- _Task_
Some of the lines below need repeating. Reproduce exactly those between the lines holding "core = housing_block(inset=GROOVE_DEPTH)" and "radius = COLLAR_DIA / 2", inclusive.

- _Information given_
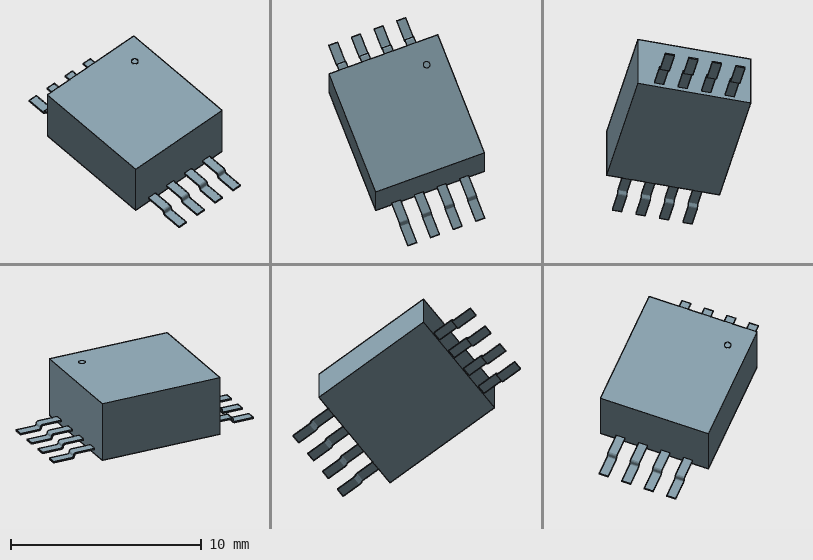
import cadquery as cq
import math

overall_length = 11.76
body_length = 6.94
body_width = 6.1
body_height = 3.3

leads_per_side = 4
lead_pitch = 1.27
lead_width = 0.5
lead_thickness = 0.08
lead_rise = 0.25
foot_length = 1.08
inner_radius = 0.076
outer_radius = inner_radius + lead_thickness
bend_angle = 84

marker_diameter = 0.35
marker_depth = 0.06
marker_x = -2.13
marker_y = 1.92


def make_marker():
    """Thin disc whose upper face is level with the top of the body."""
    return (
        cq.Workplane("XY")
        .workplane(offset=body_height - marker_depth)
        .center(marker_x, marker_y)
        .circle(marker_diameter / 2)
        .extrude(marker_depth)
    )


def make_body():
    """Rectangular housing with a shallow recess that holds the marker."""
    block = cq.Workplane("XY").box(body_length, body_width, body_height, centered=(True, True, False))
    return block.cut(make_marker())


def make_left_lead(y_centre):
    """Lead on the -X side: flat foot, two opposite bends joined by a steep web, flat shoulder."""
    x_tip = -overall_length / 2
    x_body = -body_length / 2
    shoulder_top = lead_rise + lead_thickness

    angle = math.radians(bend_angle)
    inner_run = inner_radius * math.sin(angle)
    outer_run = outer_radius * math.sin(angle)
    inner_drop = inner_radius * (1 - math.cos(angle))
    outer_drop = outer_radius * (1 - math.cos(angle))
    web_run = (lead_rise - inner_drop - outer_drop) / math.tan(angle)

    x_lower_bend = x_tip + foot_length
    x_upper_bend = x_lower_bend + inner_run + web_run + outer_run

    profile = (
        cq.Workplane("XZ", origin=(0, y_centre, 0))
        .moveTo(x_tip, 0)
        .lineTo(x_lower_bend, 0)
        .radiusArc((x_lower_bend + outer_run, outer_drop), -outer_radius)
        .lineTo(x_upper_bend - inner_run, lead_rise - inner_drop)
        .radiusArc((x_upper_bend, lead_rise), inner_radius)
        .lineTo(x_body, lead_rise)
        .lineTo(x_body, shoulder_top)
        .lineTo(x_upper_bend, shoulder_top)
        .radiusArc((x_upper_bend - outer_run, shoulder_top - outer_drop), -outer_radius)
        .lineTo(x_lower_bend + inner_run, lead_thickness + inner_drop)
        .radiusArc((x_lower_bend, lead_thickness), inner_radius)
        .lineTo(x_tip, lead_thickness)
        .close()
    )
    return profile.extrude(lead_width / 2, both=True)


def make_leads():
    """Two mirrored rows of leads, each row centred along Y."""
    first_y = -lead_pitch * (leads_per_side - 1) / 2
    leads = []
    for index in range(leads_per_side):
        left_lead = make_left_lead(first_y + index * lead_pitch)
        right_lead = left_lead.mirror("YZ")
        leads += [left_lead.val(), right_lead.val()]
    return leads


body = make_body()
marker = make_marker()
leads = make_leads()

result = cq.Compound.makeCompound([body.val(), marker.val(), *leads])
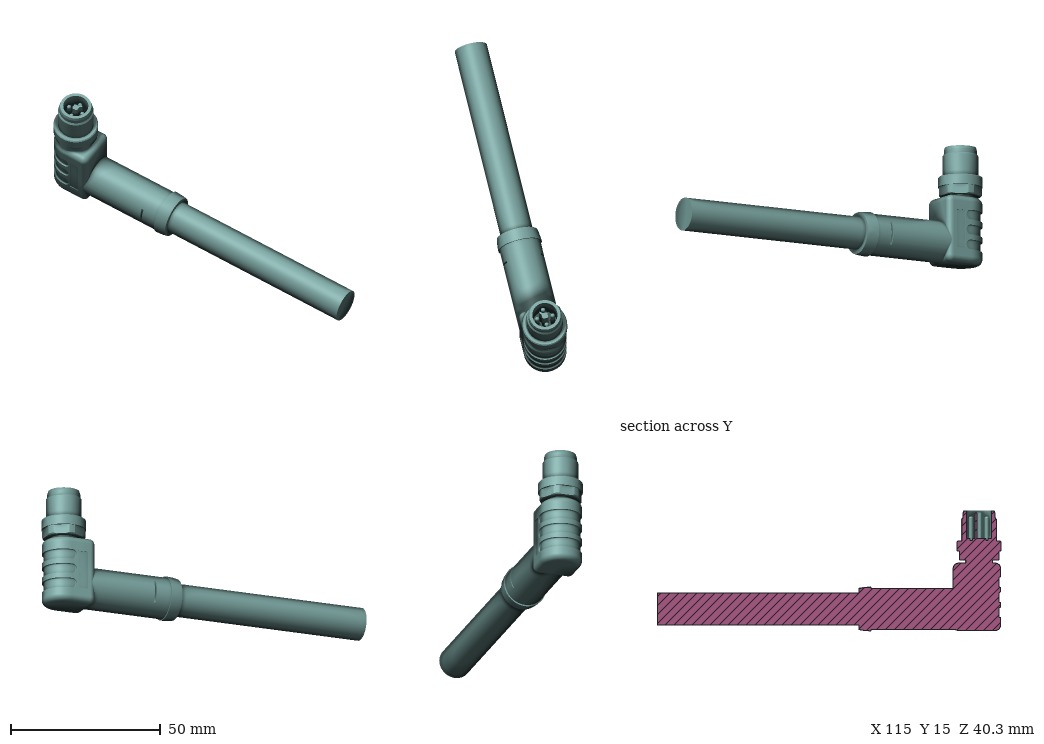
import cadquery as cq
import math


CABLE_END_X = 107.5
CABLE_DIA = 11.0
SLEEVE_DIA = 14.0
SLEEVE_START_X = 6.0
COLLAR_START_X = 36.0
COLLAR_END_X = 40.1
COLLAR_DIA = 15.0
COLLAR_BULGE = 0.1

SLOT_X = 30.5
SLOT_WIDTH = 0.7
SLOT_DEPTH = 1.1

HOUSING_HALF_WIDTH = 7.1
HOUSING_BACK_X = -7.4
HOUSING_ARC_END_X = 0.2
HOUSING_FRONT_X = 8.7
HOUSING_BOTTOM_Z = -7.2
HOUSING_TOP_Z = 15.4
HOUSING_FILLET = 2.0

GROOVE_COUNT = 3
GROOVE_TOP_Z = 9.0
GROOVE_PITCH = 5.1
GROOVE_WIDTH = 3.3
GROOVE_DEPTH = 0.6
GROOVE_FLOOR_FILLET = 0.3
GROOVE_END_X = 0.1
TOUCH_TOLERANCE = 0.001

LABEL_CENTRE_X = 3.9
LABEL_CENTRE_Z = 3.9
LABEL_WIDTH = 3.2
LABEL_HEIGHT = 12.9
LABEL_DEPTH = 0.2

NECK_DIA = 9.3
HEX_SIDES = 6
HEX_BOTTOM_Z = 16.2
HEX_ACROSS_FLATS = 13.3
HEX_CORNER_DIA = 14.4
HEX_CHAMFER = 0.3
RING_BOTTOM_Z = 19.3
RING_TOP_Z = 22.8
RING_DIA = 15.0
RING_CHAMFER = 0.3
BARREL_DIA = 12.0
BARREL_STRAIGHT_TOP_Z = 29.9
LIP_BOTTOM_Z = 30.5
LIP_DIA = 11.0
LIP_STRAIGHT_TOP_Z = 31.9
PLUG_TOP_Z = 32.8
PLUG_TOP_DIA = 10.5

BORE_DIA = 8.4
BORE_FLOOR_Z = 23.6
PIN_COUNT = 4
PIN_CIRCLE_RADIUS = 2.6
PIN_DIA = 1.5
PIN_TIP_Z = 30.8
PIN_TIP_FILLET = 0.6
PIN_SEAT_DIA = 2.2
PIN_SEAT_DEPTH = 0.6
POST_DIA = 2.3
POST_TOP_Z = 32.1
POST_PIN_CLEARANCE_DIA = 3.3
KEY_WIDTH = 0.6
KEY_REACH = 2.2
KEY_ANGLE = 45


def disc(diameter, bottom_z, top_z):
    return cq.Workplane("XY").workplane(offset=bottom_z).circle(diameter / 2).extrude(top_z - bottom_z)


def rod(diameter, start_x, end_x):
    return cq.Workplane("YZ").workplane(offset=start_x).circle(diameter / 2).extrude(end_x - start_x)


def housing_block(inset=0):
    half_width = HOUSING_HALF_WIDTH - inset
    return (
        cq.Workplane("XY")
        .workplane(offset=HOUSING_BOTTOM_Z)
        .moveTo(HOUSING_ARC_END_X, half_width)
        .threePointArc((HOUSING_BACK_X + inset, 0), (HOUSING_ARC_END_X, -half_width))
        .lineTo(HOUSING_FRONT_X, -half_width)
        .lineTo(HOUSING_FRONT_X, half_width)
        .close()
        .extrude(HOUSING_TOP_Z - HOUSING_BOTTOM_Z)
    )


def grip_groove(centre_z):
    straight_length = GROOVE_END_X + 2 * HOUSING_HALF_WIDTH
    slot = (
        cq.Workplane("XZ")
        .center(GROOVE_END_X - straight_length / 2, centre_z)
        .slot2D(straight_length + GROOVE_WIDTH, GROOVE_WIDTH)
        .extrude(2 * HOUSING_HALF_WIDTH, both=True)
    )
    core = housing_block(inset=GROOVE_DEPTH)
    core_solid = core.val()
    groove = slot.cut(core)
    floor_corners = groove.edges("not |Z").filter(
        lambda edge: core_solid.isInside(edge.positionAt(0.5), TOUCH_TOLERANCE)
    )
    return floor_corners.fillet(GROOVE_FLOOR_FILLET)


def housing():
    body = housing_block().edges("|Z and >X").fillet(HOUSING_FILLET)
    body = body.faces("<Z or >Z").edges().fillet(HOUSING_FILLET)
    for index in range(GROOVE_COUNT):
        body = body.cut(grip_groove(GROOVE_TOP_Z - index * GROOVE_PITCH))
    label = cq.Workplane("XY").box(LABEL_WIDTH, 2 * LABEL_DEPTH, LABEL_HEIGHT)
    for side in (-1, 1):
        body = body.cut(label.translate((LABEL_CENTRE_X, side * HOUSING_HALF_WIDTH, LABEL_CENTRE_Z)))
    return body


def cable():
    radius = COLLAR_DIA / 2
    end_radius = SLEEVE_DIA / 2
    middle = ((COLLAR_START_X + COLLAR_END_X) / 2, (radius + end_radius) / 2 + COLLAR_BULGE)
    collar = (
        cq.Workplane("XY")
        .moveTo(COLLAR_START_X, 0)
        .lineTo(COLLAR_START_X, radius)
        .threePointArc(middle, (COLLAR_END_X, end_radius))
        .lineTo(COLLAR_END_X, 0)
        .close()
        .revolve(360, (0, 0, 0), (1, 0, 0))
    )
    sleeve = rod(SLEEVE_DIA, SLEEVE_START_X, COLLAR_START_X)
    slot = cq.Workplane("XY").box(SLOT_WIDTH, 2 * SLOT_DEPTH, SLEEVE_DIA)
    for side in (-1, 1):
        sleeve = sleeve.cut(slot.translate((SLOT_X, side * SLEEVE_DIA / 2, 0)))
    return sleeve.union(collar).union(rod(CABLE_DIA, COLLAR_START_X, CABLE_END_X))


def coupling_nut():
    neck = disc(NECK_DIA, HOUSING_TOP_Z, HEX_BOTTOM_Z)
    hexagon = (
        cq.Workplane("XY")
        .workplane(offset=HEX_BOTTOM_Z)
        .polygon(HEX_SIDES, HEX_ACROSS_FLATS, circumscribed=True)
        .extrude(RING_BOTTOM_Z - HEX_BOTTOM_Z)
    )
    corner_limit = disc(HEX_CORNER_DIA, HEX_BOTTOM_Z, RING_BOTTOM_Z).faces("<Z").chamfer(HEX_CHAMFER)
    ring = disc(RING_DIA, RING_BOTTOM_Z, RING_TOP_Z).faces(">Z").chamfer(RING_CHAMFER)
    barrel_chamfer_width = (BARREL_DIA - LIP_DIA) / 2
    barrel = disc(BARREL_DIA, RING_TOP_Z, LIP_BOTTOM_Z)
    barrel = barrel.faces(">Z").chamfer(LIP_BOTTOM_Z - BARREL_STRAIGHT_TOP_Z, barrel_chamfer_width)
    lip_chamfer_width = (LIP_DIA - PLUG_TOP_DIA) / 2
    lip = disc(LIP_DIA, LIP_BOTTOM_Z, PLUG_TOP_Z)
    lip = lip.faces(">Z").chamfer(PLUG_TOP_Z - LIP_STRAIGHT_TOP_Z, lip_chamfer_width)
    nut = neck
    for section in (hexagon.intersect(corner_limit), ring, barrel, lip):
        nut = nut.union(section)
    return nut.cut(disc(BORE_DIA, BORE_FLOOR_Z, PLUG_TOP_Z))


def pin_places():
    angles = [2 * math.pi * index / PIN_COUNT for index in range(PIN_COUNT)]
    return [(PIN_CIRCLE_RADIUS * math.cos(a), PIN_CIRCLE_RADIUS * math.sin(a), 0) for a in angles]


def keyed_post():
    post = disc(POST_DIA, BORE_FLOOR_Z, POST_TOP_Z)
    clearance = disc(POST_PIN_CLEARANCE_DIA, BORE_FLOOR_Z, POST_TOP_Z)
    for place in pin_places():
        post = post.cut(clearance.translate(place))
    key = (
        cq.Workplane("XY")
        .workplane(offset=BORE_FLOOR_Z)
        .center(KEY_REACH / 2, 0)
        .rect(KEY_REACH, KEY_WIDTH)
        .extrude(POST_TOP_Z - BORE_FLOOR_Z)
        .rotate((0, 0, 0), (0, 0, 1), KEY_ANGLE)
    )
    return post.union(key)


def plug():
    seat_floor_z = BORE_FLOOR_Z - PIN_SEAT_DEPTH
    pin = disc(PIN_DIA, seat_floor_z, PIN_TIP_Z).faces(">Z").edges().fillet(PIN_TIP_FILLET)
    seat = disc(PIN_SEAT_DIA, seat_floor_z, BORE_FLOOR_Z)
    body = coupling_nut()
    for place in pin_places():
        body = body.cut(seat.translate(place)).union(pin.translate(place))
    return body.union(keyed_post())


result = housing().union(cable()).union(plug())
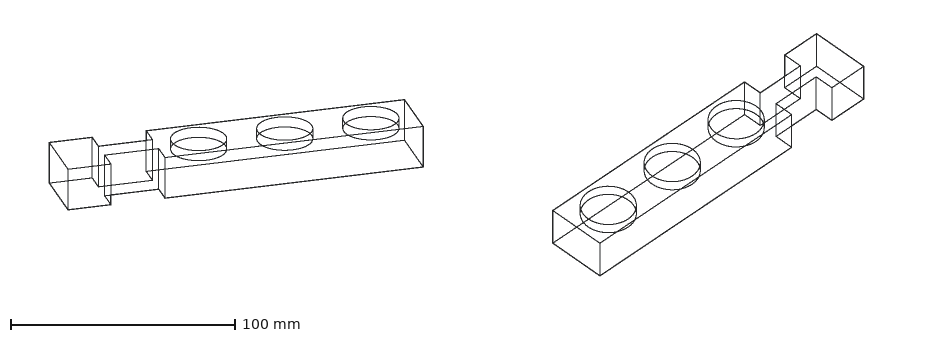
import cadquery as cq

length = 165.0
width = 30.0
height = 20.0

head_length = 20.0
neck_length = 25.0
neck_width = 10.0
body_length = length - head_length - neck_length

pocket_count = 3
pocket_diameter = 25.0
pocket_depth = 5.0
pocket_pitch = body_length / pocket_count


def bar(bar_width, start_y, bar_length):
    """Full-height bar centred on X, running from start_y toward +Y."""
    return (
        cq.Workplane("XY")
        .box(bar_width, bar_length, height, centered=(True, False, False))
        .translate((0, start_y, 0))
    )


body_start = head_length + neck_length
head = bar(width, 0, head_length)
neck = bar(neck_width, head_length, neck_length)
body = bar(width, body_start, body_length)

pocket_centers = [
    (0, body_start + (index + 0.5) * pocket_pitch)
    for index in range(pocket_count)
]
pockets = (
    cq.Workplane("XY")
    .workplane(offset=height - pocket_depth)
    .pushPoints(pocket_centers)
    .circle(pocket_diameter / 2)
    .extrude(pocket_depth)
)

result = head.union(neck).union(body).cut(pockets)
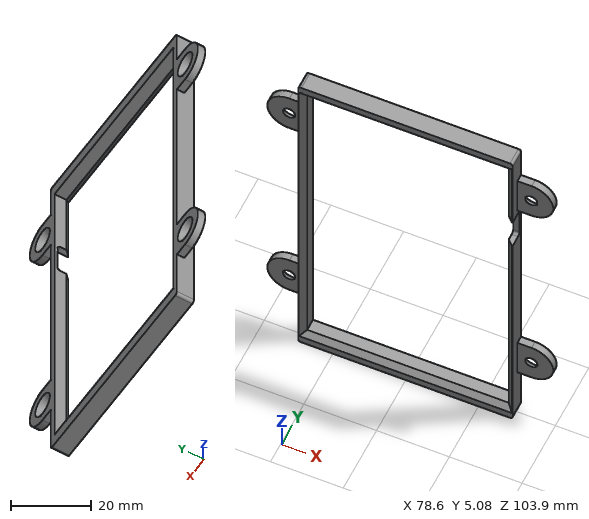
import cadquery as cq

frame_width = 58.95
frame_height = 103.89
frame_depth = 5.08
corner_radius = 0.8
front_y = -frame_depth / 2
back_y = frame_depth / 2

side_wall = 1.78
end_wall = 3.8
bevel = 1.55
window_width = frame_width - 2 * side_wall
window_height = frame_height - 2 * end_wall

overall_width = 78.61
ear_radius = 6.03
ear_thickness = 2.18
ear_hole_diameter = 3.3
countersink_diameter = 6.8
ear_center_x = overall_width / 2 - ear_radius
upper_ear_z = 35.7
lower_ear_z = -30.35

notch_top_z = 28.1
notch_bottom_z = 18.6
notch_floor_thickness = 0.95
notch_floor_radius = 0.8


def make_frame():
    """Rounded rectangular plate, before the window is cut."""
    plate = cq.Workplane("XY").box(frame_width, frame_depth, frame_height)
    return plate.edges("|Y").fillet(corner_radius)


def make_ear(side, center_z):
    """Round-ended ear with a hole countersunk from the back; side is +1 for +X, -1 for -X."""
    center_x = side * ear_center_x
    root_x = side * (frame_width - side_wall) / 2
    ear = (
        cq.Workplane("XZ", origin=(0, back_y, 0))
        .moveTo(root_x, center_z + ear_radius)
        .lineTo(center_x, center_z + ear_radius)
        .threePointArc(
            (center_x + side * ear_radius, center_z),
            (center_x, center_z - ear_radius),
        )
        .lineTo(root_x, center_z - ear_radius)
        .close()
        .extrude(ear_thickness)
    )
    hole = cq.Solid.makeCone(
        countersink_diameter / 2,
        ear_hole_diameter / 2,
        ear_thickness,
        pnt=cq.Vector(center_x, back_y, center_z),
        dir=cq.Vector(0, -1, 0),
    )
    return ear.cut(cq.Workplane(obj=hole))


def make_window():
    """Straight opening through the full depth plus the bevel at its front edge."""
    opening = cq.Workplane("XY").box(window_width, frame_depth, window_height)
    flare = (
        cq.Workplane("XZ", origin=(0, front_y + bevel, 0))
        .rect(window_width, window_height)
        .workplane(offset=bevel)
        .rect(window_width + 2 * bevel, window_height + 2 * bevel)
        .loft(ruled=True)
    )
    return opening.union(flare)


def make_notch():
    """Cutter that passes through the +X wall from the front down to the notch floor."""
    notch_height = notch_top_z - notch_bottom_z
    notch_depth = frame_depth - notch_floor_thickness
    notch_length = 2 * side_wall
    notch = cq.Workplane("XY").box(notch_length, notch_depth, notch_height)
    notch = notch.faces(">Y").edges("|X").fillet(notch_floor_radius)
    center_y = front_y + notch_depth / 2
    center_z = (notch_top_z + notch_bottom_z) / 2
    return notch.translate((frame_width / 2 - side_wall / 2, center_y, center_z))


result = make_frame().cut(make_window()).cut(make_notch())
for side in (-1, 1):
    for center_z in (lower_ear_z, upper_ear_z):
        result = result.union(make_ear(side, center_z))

- _Answer to the problem_
    core = housing_block(inset=GROOVE_DEPTH)
    core_solid = core.val()
    groove = slot.cut(core)
    floor_corners = groove.edges("not |Z").filter(
        lambda edge: core_solid.isInside(edge.positionAt(0.5), TOUCH_TOLERANCE)
    )
    return floor_corners.fillet(GROOVE_FLOOR_FILLET)


def housing():
    body = housing_block().edges("|Z and >X").fillet(HOUSING_FILLET)
    body = body.faces("<Z or >Z").edges().fillet(HOUSING_FILLET)
    for index in range(GROOVE_COUNT):
        body = body.cut(grip_groove(GROOVE_TOP_Z - index * GROOVE_PITCH))
    label = cq.Workplane("XY").box(LABEL_WIDTH, 2 * LABEL_DEPTH, LABEL_HEIGHT)
    for side in (-1, 1):
        body = body.cut(label.translate((LABEL_CENTRE_X, side * HOUSING_HALF_WIDTH, LABEL_CENTRE_Z)))
    return body


def cable():
    radius = COLLAR_DIA / 2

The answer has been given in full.